[Entries provided Boundary: Start]

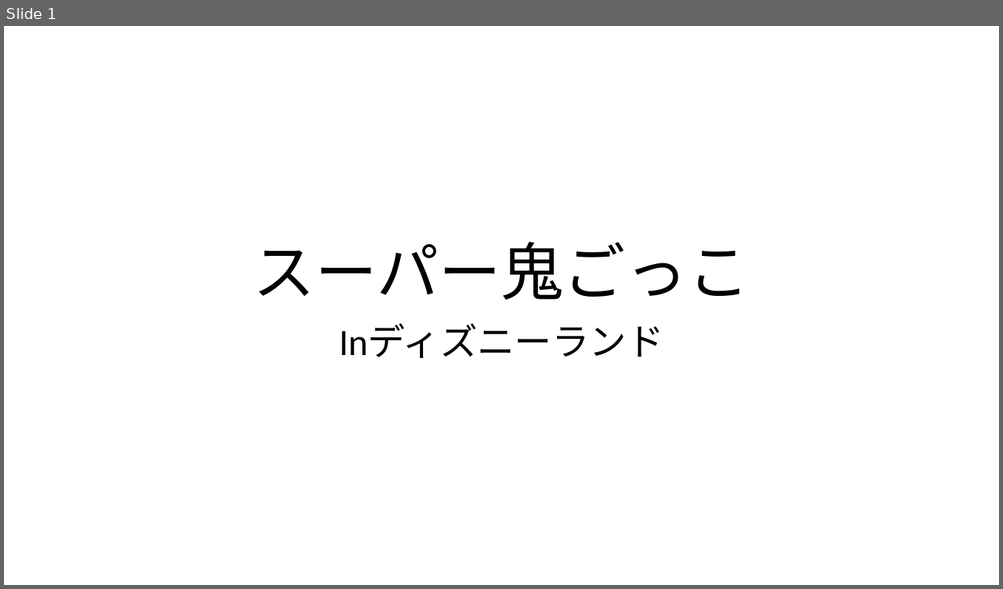
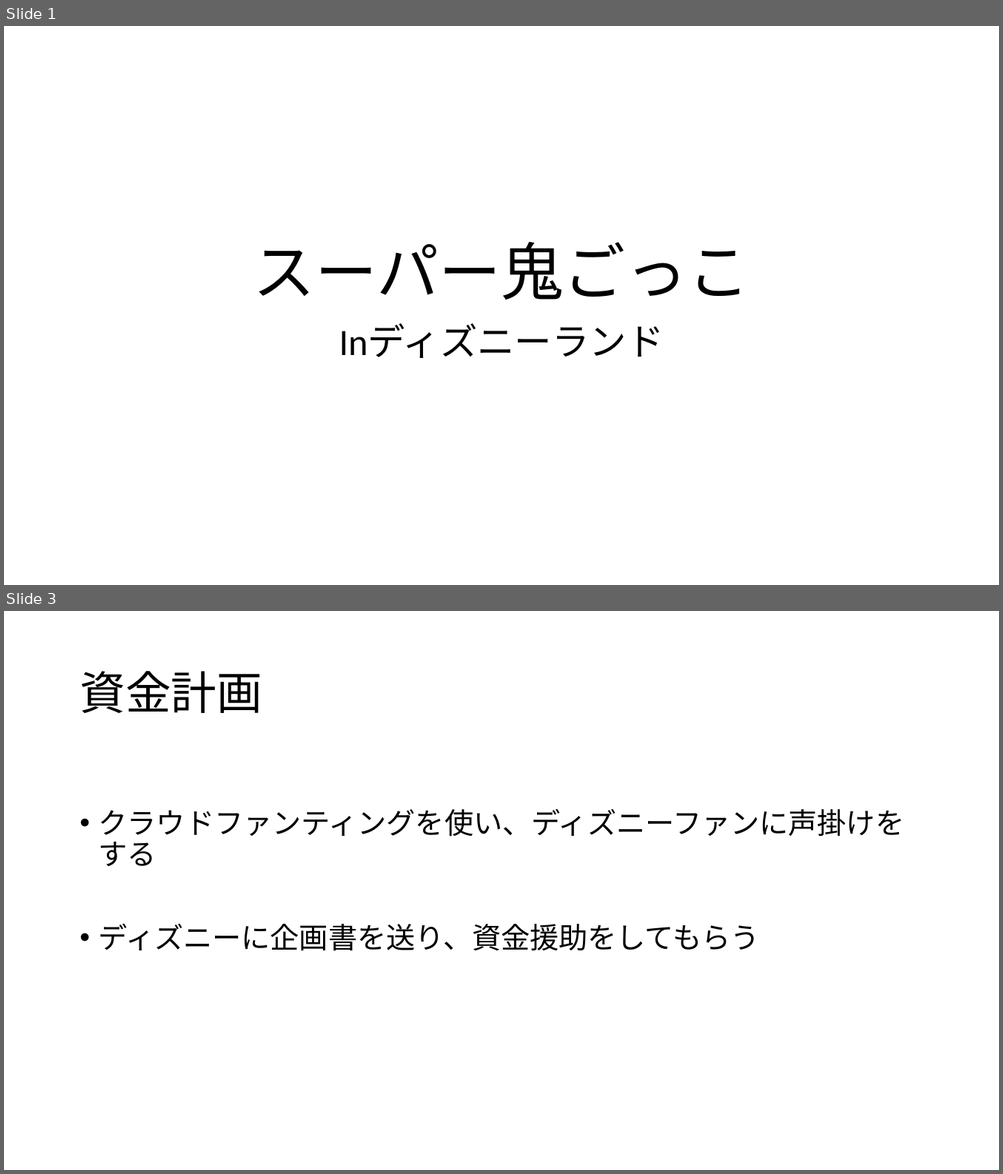
Before and after one commit to tamauniv-2015-it2/it2-class02-tanaka, a slide deck: final-nakajibrothers/nakajibrothers.pptx. Shown one above the other, each under a label of ours: slide 1 before the commit, slides 1 and 3 after it; the slides between them are not shown. The pictures are 1003x589 and 1003x1174 pixels, drawn with LibreOffice and Linux fonts; fonts in the diff are those of the drawing. Boxes give left, top, right and bottom in pixels: in the first picture for what was removed or moved away, otherwise in the second. Text is boxed around its words. In the diff, an @@ line names an element or a change of style, - is before the commit and + after.

```diff
--- a/final-nakajibrothers/nakajibrothers.pptx
+++ b/final-nakajibrothers/nakajibrothers.pptx
@@ slide 3 added at (4, 611, 999, 1170), background #FFFFFF @@
@@ title added at (79, 671, 262, 713), 44 pt, text #000000 @@
+資金計画
@@ text added at (99, 809, 905, 951), 28 pt, text #000000 @@
+• クラウドファンティングを使い、ディズニーファンに声掛けをする
+• ディズニーに企画書を送り、資金援助をしてもらう
```
Also in this commit, not shown: 1 slide changed, 1 other slide added, 1 slide removed.

[Entries provided Boundary: End]

- **Work to complete**: Give the data above again exactly. Leave the pictures out.

- **Result for this task**:
Before and after one commit to tamauniv-2015-it2/it2-class02-tanaka, a slide deck: final-nakajibrothers/nakajibrothers.pptx. Shown one above the other, each under a label of ours: slide 1 before the commit, slides 1 and 3 after it; the slides between them are not shown. The pictures are 1003x589 and 1003x1174 pixels, drawn with LibreOffice and Linux fonts; fonts in the diff are those of the drawing. Boxes give left, top, right and bottom in pixels: in the first picture for what was removed or moved away, otherwise in the second. Text is boxed around its words. In the diff, an @@ line names an element or a change of style, - is before the commit and + after.

```diff
--- a/final-nakajibrothers/nakajibrothers.pptx
+++ b/final-nakajibrothers/nakajibrothers.pptx
@@ slide 3 added at (4, 611, 999, 1170), background #FFFFFF @@
@@ title added at (79, 671, 262, 713), 44 pt, text #000000 @@
+資金計画
@@ text added at (99, 809, 905, 951), 28 pt, text #000000 @@
+• クラウドファンティングを使い、ディズニーファンに声掛けをする
+• ディズニーに企画書を送り、資金援助をしてもらう
```
Also in this commit, not shown: 1 slide changed, 1 other slide added, 1 slide removed.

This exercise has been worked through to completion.